Though sometimes I squeak by, if I'm being lazy, with fitting after the zipper by adjusting darts or the other long seams (center seams if the zipper is on the side, sides if the zipper is on the center.)

Several of my vintage sewing and tailoring books earnestly instruct on the virtues of doing as many of your details - closures, trim, pockets, etc - first, so that you've got the benefit of sewing on flat pieces mostly. This assumes you've carefully drafted and fitted and marked everything, so it's not something I manage to do very often. :)

Jen
 

Lady Day

I'll Lock Up
Bartender
Messages
9,087
Location
Crummy town, USA
Laughing Magpie said:
Several of my vintage sewing and tailoring books earnestly instruct on the virtues of doing as many of your details - closures, trim, pockets, etc - first, so that you've got the benefit of sewing on flat pieces mostly. This assumes you've carefully drafted and fitted and marked everything, so it's not something I manage to do very often. :)

Jen

This is so true! lol I did this, trusting my great vintage books, when I first began sewing, but wondered why my pockets had 1" differences in hight from one another! :rage:

So I just stopped, and only if it involved constructing something on the seam, only then would it get done prior to regular construction.

Oh well. :eek:

LD
 

ShoreRoadLady

Practically Family
Here's my hint for invisible zippers (I hate regular zippers), suggested to me by someone else when I had trouble. It worked like a charm. It's probably non-period, but hey, if it saves me some agony, I'm all for it!

Interace the zipper area. I use fusible tricot interfacing. All you need is a thin strip, perhaps 1/2-5/8" wide and a little past the length of your zipper. You want the seamline to be stabilized, so center it along the seamline and fuse. The fabric won't stretch out of shape, and it's a cinch to sew.

My other tip (again, for invisible zippers only) is to trim down the seam allowance so you can just line up the zipper tape to the edge and sew. No extensive pinning needed. Invisible zipper tape usually has a 3/8" allowance, so I trim 1/4" from a 5/8" seam.
 

ShoreRoadLady

Practically Family
Lauren said:
HA! True! Invisible zippers are my friends. If you can't see it, it's not un-period, right? (is un-period even a word?). There's a special invisible zipper foot for my machine that makes it nearly brainless, but I couldn't do it for the life of me without one. I'd say look into it if you want to put them in!
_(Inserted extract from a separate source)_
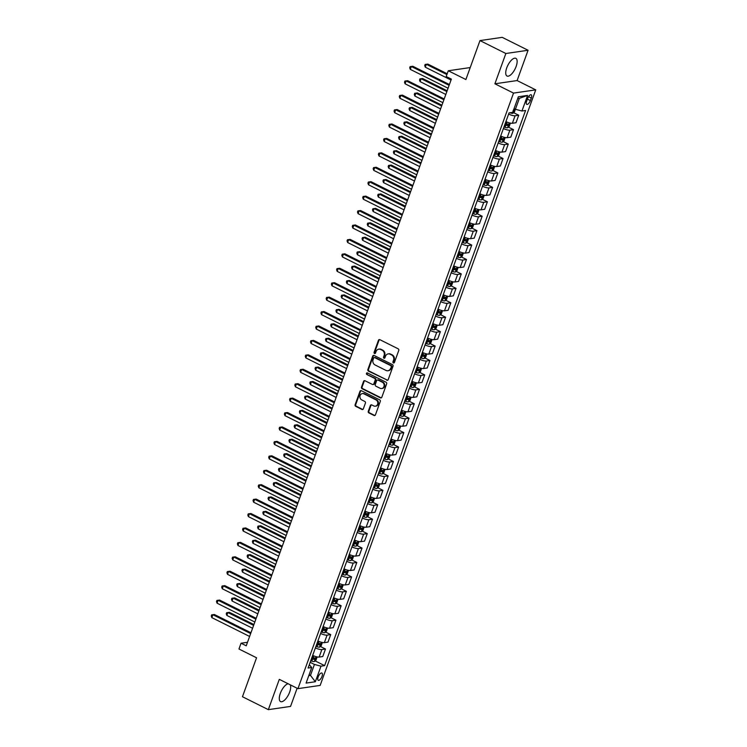 <?xml version="1.0" encoding="UTF-8"?>
<svg xmlns="http://www.w3.org/2000/svg" width="747" height="747" viewBox="0 0 747 747"><rect width="100%" height="100%" fill="white"/><g stroke="black" fill="none" stroke-linecap="round" stroke-linejoin="round"><path stroke-width="1.12" d="M393.398 362.921A0.868 0.766 -98.3 0 0 394.397 362.482L398.758 350.446A1.242 1.092 -98.3 0 0 398.151 348.802L379.859 339.68A1.242 1.092 -98.3 0 0 378.43 340.305L374.079 352.341A0.868 0.766 -98.3 0 0 374.91 353.555A0.868 0.766 -98.3 0 0 375.498 353.051L376.068 351.492A3.978 3.492 -98.3 0 1 378.738 349.176A3.978 3.492 -98.3 0 1 380.625 349.484L382.156 350.25A3.978 3.492 -98.3 0 1 384.089 355.497L383.528 357.057A0.868 0.766 -98.3 0 0 384.36 358.271A0.868 0.766 -98.3 0 0 384.948 357.766L385.517 356.207A3.978 3.492 -98.3 0 1 388.188 353.891A3.978 3.492 -98.3 0 1 390.074 354.199L391.605 354.965A3.978 3.492 -98.3 0 1 393.538 360.213L392.978 361.772A0.868 0.766 -98.3 0 0 393.398 362.921M388.188 353.891L388.795 353.798A3.978 3.492 -98.3 0 1 390.681 354.115L392.203 354.872A3.978 3.492 -98.3 0 1 394.145 360.119L393.576 361.679A0.868 0.766 -98.3 0 0 394.099 362.874M379.579 339.577A1.242 1.092 -98.3 0 0 379.037 340.212L374.677 352.248A0.868 0.766 -98.3 0 0 375.199 353.443M378.738 349.176L379.345 349.082A3.978 3.492 -98.3 0 1 381.231 349.4L382.753 350.156A3.978 3.492 -98.3 0 1 384.696 355.404L384.126 356.963A0.868 0.766 -98.3 0 0 384.649 358.158M288.127 683.757A9.888 4.043 116.5 0 0 280.302 693.421A9.888 4.043 116.5 0 0 280.564 701.582A9.888 4.043 116.5 0 0 289.668 692.058A9.888 4.043 116.5 0 0 290.266 684.822M516.121 66.492A9.888 4.043 116.5 0 0 515.85 58.331A9.888 4.043 116.5 0 0 506.746 67.856A9.888 4.043 116.5 0 0 507.017 76.026A9.888 4.043 116.5 0 0 516.121 66.492M321.994 676.399A4.052 1.653 116.5 0 0 321.882 673.047A4.052 1.653 116.5 0 0 318.157 676.959A4.052 1.653 116.5 0 0 318.259 680.312A4.052 1.653 116.5 0 0 321.994 676.399M368.28 411.27A1.242 1.092 -98.3 0 0 368.887 412.914L374.014 415.472A1.242 1.092 -98.3 0 0 375.442 414.846L380.279 401.475A1.242 1.092 -98.3 0 0 379.672 399.841L361.389 390.709A1.242 1.092 -98.3 0 0 359.961 391.335L355.124 404.706A1.242 1.092 -98.3 0 0 355.731 406.349L361.922 409.44A1.242 1.092 -98.3 0 0 363.35 408.814L365.423 403.091A1.242 1.092 -98.3 0 0 364.816 401.456L361.744 399.916A3.324 2.923 -98.3 0 1 363.938 393.856L375.974 399.869A3.324 2.923 -98.3 0 1 373.78 405.929L371.773 404.93A1.242 1.092 -98.3 0 0 370.353 405.556L368.28 411.27L368.878 411.186A1.242 1.092 -98.3 0 0 369.485 412.83L374.62 415.388A1.242 1.092 -98.3 0 0 374.901 415.481M505.859 53.504L494.897 83.795L517.111 80.564L528.073 50.264L505.859 53.504L479.985 40.59L465.885 79.537L448.284 70.76L446.192 76.53L451.375 79.107L246.23 645.81L241.048 643.232L238.965 649.003L256.557 657.78L242.458 696.736L268.341 709.65L290.555 706.41L297.129 688.248M494.897 83.795L513.525 93.095L297.941 688.65L279.303 679.35L268.341 709.65M386.769 380.242A1.242 1.092 -98.3 0 0 388.197 379.616L393.034 366.245A1.242 1.092 -98.3 0 0 392.427 364.601L374.144 355.479A1.242 1.092 -98.3 0 0 372.716 356.104L367.879 369.476A1.242 1.092 -98.3 0 0 368.476 371.11L387.366 380.148A1.242 1.092 -98.3 0 0 387.656 380.242M386.657 383.865L381.82 397.227A1.242 1.092 -98.3 0 1 380.391 397.852L362.099 388.729A1.242 1.092 -98.3 0 1 361.501 387.086L363.565 381.372A1.242 1.092 -98.3 0 1 364.994 380.746L372.408 384.444A1.242 1.092 -98.3 0 0 373.836 383.818L375.209 380.027A1.242 1.092 -98.3 0 0 374.602 378.384L366.88 374.527A0.868 0.766 -98.3 0 1 367.459 372.94L386.05 382.221A1.242 1.092 -98.3 0 1 386.657 383.865M479.985 40.59L502.199 37.35L528.073 50.264M527.578 98.595L526.654 101.134A3.931 1.606 116.5 0 0 526.766 104.375A3.931 1.606 116.5 0 0 530.379 100.593L531.294 98.053A3.931 1.606 116.5 0 0 531.192 94.804A3.931 1.606 116.5 0 0 527.578 98.595M513.525 93.095L535.739 89.864L320.155 685.419L297.941 688.65M527.587 95.42L521.948 111.004L515.402 109.286L519.37 98.324L527.587 95.42L518.343 96.765L512.703 112.349L509.071 112.881L308.1 668.042L311.732 667.51L309.295 664.746M315.15 660.908L324.618 665.633L525.58 110.472L521.948 111.004M324.618 665.633L320.986 666.165L315.337 681.74L306.093 683.094L311.732 667.51M517.111 80.564L535.739 89.864M247.5 642.289L241.048 643.232M470.218 67.566L448.284 70.76M519.37 98.324L517.69 98.567M509.799 112.769L510.248 112.918A3.361 0.84 -160.1 0 0 512.787 113.348L514.403 112.013L515.393 109.277L514.057 108.614M309.118 674.737L310.472 675.409L314.44 664.447L310.173 662.318M308.782 675.652L310.472 675.409L315.337 681.74M513.6 112.676L518.726 115.225L515.094 115.757A5.07 1.261 -160.1 0 1 508.632 114.086M505.915 121.584A5.07 1.261 -160.1 0 0 512.377 123.264L516.009 122.732L518.726 115.225M508.38 127.102L513.506 129.661L509.865 130.183A5.07 1.261 -160.1 0 1 503.413 128.512M500.695 136.01A5.07 1.261 -160.1 0 0 507.157 137.691L510.789 137.159L513.506 129.661M503.161 141.528L508.277 144.087L504.645 144.61A5.07 1.261 -160.1 0 1 498.184 142.938M495.466 150.436A5.07 1.261 -160.1 0 0 501.928 152.117L505.56 151.585L508.277 144.087M497.932 155.955L503.058 158.513L499.426 159.036A5.07 1.261 -160.1 0 1 492.964 157.365M490.247 164.863A5.07 1.261 -160.1 0 0 496.708 166.544L500.341 166.011L503.058 158.513M492.712 170.381L497.838 172.94L494.206 173.463A5.07 1.261 -160.1 0 1 487.744 171.791M485.027 179.289A5.07 1.261 -160.1 0 0 491.489 180.97L495.121 180.438L497.838 172.94M487.492 184.808L492.609 187.366L488.977 187.899A5.07 1.261 -160.1 0 1 482.515 186.218M479.807 193.716A5.07 1.261 -160.1 0 0 486.26 195.397L489.892 194.864L492.609 187.366M482.273 199.234L487.389 201.793L483.757 202.325A5.07 1.261 -160.1 0 1 477.296 200.644M474.578 208.152A5.07 1.261 -160.1 0 0 481.04 209.823L484.672 209.291L487.389 201.793M477.044 213.661L482.17 216.219L478.538 216.751A5.07 1.261 -160.1 0 1 472.076 215.071M469.359 222.578A5.07 1.261 -160.1 0 0 475.82 224.249L479.453 223.717L482.17 216.219M471.824 228.087L476.941 230.646L473.309 231.178A5.07 1.261 -160.1 0 1 466.847 229.497M464.139 237.004A5.07 1.261 -160.1 0 0 470.591 238.676L474.224 238.153L476.941 230.646M466.604 242.514L471.721 245.072L468.089 245.604A5.07 1.261 -160.1 0 1 461.627 243.924M458.91 251.431A5.07 1.261 -160.1 0 0 465.372 253.102L469.004 252.579L471.721 245.072M461.375 256.949L466.502 259.498L462.869 260.031A5.07 1.261 -160.1 0 1 456.408 258.35M453.69 265.857A5.07 1.261 -160.1 0 0 460.152 267.529L463.784 267.006L466.502 259.498M456.156 271.376L461.272 273.925L457.64 274.457A5.07 1.261 -160.1 0 1 451.188 272.786M448.471 280.284A5.07 1.261 -160.1 0 0 454.932 281.955L458.565 281.432L461.272 273.925M450.936 285.802L456.053 288.351L452.421 288.884A5.07 1.261 -160.1 0 1 445.959 287.212M443.242 294.71A5.07 1.261 -160.1 0 0 449.703 296.391L453.336 295.859L456.053 288.351M445.707 300.229L450.833 302.787L447.201 303.31A5.07 1.261 -160.1 0 1 440.739 301.639M438.022 309.137A5.07 1.261 -160.1 0 0 444.484 310.817L448.116 310.285L450.833 302.787M440.487 314.655L445.604 317.214L441.972 317.736A5.07 1.261 -160.1 0 1 435.52 316.065M432.802 323.563A5.07 1.261 -160.1 0 0 439.264 325.244L442.896 324.712L445.604 317.214M435.268 329.082L440.385 331.64L436.752 332.163A5.07 1.261 -160.1 0 1 430.291 330.491M427.573 337.989A5.07 1.261 -160.1 0 0 434.035 339.67L437.667 339.138L440.385 331.64M430.039 343.508L435.165 346.066L431.533 346.589A5.07 1.261 -160.1 0 1 425.071 344.918M422.354 352.416A5.07 1.261 -160.1 0 0 428.815 354.097L432.448 353.564L435.165 346.066M424.819 357.934L429.945 360.493L426.304 361.025A5.07 1.261 -160.1 0 1 419.851 359.344M417.134 366.842A5.07 1.261 -160.1 0 0 423.596 368.523L427.228 367.991L429.945 360.493M419.599 372.361L424.716 374.919L421.084 375.452A5.07 1.261 -160.1 0 1 414.622 373.771M411.905 381.278A5.07 1.261 -160.1 0 0 418.367 382.95L421.999 382.417L424.716 374.919M414.37 386.787L419.497 389.346L415.864 389.878A5.07 1.261 -160.1 0 1 409.403 388.197M406.685 395.705A5.07 1.261 -160.1 0 0 413.147 397.376L416.779 396.844L419.497 389.346M409.151 401.214L414.277 403.772L410.645 404.304A5.07 1.261 -160.1 0 1 404.183 402.624M401.466 410.131A5.07 1.261 -160.1 0 0 407.927 411.802L411.56 411.28L414.277 403.772M403.931 415.64L409.048 418.199L405.416 418.731A5.07 1.261 -160.1 0 1 398.954 417.05M396.246 424.557A5.07 1.261 -160.1 0 0 402.698 426.229L406.331 425.706L409.048 418.199M398.711 430.076L403.828 432.625L400.196 433.157A5.07 1.261 -160.1 0 1 393.734 431.477M391.017 438.984A5.07 1.261 -160.1 0 0 397.479 440.655L401.111 440.132L403.828 432.625M393.482 444.502L398.609 447.051L394.976 447.584A5.07 1.261 -160.1 0 1 388.515 445.912M385.797 453.41A5.07 1.261 -160.1 0 0 392.259 455.082L395.891 454.559L398.609 447.051M388.263 458.929L393.38 461.478L389.747 462.01A5.07 1.261 -160.1 0 1 383.286 460.339M380.578 467.837A5.07 1.261 -160.1 0 0 387.03 469.518L390.662 468.985L393.38 461.478M383.043 473.355L388.16 475.914L384.528 476.437A5.07 1.261 -160.1 0 1 378.066 474.765M375.349 482.263A5.07 1.261 -160.1 0 0 381.81 483.944L385.443 483.412L388.16 475.914M377.814 487.782L382.94 490.34L379.308 490.863A5.07 1.261 -160.1 0 1 372.846 489.192M370.129 496.69A5.07 1.261 -160.1 0 0 376.591 498.37L380.223 497.838L382.94 490.34M372.594 502.208L377.711 504.767L374.079 505.289A5.07 1.261 -160.1 0 1 367.627 503.618M364.909 511.116A5.07 1.261 -160.1 0 0 371.371 512.797L375.003 512.265L377.711 504.767M367.375 516.635L372.492 519.193L368.859 519.716A5.07 1.261 -160.1 0 1 362.398 518.044M359.68 525.543A5.07 1.261 -160.1 0 0 366.142 527.223L369.774 526.691L372.492 519.193M362.146 531.061L367.272 533.619L363.64 534.152A5.07 1.261 -160.1 0 1 357.178 532.471M354.461 539.969A5.07 1.261 -160.1 0 0 360.922 541.65L364.555 541.117L367.272 533.619M356.926 545.487L362.043 548.046L358.411 548.578A5.07 1.261 -160.1 0 1 351.958 546.897M349.241 554.405A5.07 1.261 -160.1 0 0 355.703 556.076L359.335 555.544L362.043 548.046M351.706 559.914L356.823 562.472L353.191 563.005A5.07 1.261 -160.1 0 1 346.729 561.324M344.012 568.831A5.07 1.261 -160.1 0 0 350.474 570.503L354.106 569.97L356.823 562.472M346.477 574.34L351.604 576.899L347.971 577.431A5.07 1.261 -160.1 0 1 341.51 575.75M338.793 583.258A5.07 1.261 -160.1 0 0 345.254 584.929L348.886 584.406L351.604 576.899M341.258 588.767L346.384 591.325L342.752 591.857A5.07 1.261 -160.1 0 1 336.29 590.177M333.573 597.684A5.07 1.261 -160.1 0 0 340.034 599.355L343.667 598.833L346.384 591.325M336.038 603.202L341.155 605.752L337.523 606.284A5.07 1.261 -160.1 0 1 331.061 604.603M328.344 612.11A5.07 1.261 -160.1 0 0 334.805 613.782L338.438 613.259L341.155 605.752M330.809 617.629L335.935 620.178L332.303 620.71A5.07 1.261 -160.1 0 1 325.841 619.039M323.124 626.537A5.07 1.261 -160.1 0 0 329.586 628.208L333.218 627.685L335.935 620.178M325.589 632.055L330.716 634.605L327.083 635.137A5.07 1.261 -160.1 0 1 320.622 633.465M317.905 640.963A5.07 1.261 -160.1 0 0 324.366 642.644L327.998 642.112L330.716 634.605M320.37 646.482L325.487 649.031L321.854 649.563A5.07 1.261 -160.1 0 1 315.393 647.892M312.685 655.39A5.07 1.261 -160.1 0 0 319.137 657.071L322.769 656.538L325.487 649.031M314.44 664.447L320.986 666.165M373.855 355.385A1.242 1.092 -98.3 0 0 373.313 356.02L368.476 369.382A1.242 1.092 -98.3 0 0 369.083 371.026L387.366 380.148M391.157 366.786A0.868 0.766 -98.3 0 0 390.737 365.638L374.686 357.626A0.868 0.766 -98.3 0 0 373.687 358.065L373.089 359.699A3.978 3.492 -98.3 0 0 375.031 364.947L386.003 370.428A3.978 3.492 -98.3 0 0 387.889 370.745A3.978 3.492 -98.3 0 0 390.569 368.42L391.764 366.693A0.868 0.766 -98.3 0 0 391.335 365.544L390.737 365.638M374.275 357.552L374.873 357.468A0.868 0.766 -98.3 0 1 375.283 357.533L391.335 365.544M387.889 370.745L388.487 370.652A3.978 3.492 -98.3 0 0 391.167 368.336L390.569 368.42M391.764 366.693L391.167 368.336M364.713 380.653A1.242 1.092 -98.3 0 0 364.172 381.278L362.099 387.002A1.242 1.092 -98.3 0 0 362.706 388.645L380.989 397.768A1.242 1.092 -98.3 0 0 381.278 397.862M373.005 384.546L373.603 384.453A1.242 1.092 -98.3 0 0 374.443 383.734L375.816 379.934A1.242 1.092 -98.3 0 0 375.209 378.299L366.88 374.527M367.356 372.902A0.868 0.766 -98.3 0 0 367.487 374.443M380.111 388.281A3.324 2.923 -98.3 0 0 382.305 382.221L378.057 380.111A1.242 1.092 -98.3 0 0 376.637 380.737L375.265 384.528A1.242 1.092 -98.3 0 0 375.862 386.171L380.111 388.281M381.689 388.552L382.287 388.459A3.324 2.923 -98.3 0 0 382.903 382.137L382.305 382.221M377.468 380.008L378.075 379.924A1.242 1.092 -98.3 0 1 378.664 380.018L382.903 382.137M371.492 404.837A1.242 1.092 -98.3 0 0 370.951 405.462L368.878 411.186M375.358 406.191L375.956 406.107A3.324 2.923 -98.3 0 0 376.581 399.776L375.974 399.869M362.36 393.594L362.958 393.51A3.324 2.923 -98.3 0 1 364.536 393.772L376.581 399.776M361.1 390.616A1.242 1.092 -98.3 0 0 360.558 391.251L355.721 404.622A1.242 1.092 -98.3 0 0 356.328 406.256L362.528 409.356A1.242 1.092 -98.3 0 0 362.809 409.449M447.201 73.748L427.854 64.093L426.35 64.307L425.304 67.193L451.039 80.032M513.002 111.154L513.506 109.772M446.902 74.569L426.35 64.307L425.146 64.438L427.854 64.093M425.304 67.193L424.726 65.596L425.146 64.438M449.414 84.523L412.839 66.278L411.345 66.492L449.115 85.345M410.299 69.378L409.711 67.781L410.131 66.623L411.345 66.492L410.299 69.378L448.069 88.23M410.131 66.623L412.839 66.278M510.388 123.115L509.183 126.439L507.558 127.774A3.361 0.84 -160.1 0 1 505.028 127.345L503.954 126.999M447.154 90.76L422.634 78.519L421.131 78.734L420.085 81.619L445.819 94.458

Maybe this belonged in my other post in the Sewing FAQ, but oh well. :) You *can* put in invisible zippers without an invisible zipper foot. I found this out the hard way after the Coats & Clark zipper foot would not work with my machine. :rage: You just have to press the zipper out really flat and stitch carefully, close to the teeth, with a regular zipper foot. It took a little while to master, but it works fine now.
 

Sunny

One Too Many
Messages
1,409
Location
DFW
ShoreRoadLady said:
Maybe this belonged in my other post in the Sewing FAQ, but oh well. :) You *can* put in invisible zippers without an invisible zipper foot. I found this out the hard way after the Coats & Clark zipper foot would not work with my machine. :rage: You just have to press the zipper out really flat and stitch carefully, close to the teeth, with a regular zipper foot. It took a little while to master, but it works fine now.
I, uh, haven't yet bothered to figure out the invisible zipper foot. What I do at present is baste by hand (no pinning! yay!) and sew with a piping foot.
 

Rachael

A-List Customer
Messages
465
Location
Stumptown West
I'm glad to hear there are other fans of the invisible zipper. Many of my friends are terrified of them so I do a lot of charitable zipper insertions.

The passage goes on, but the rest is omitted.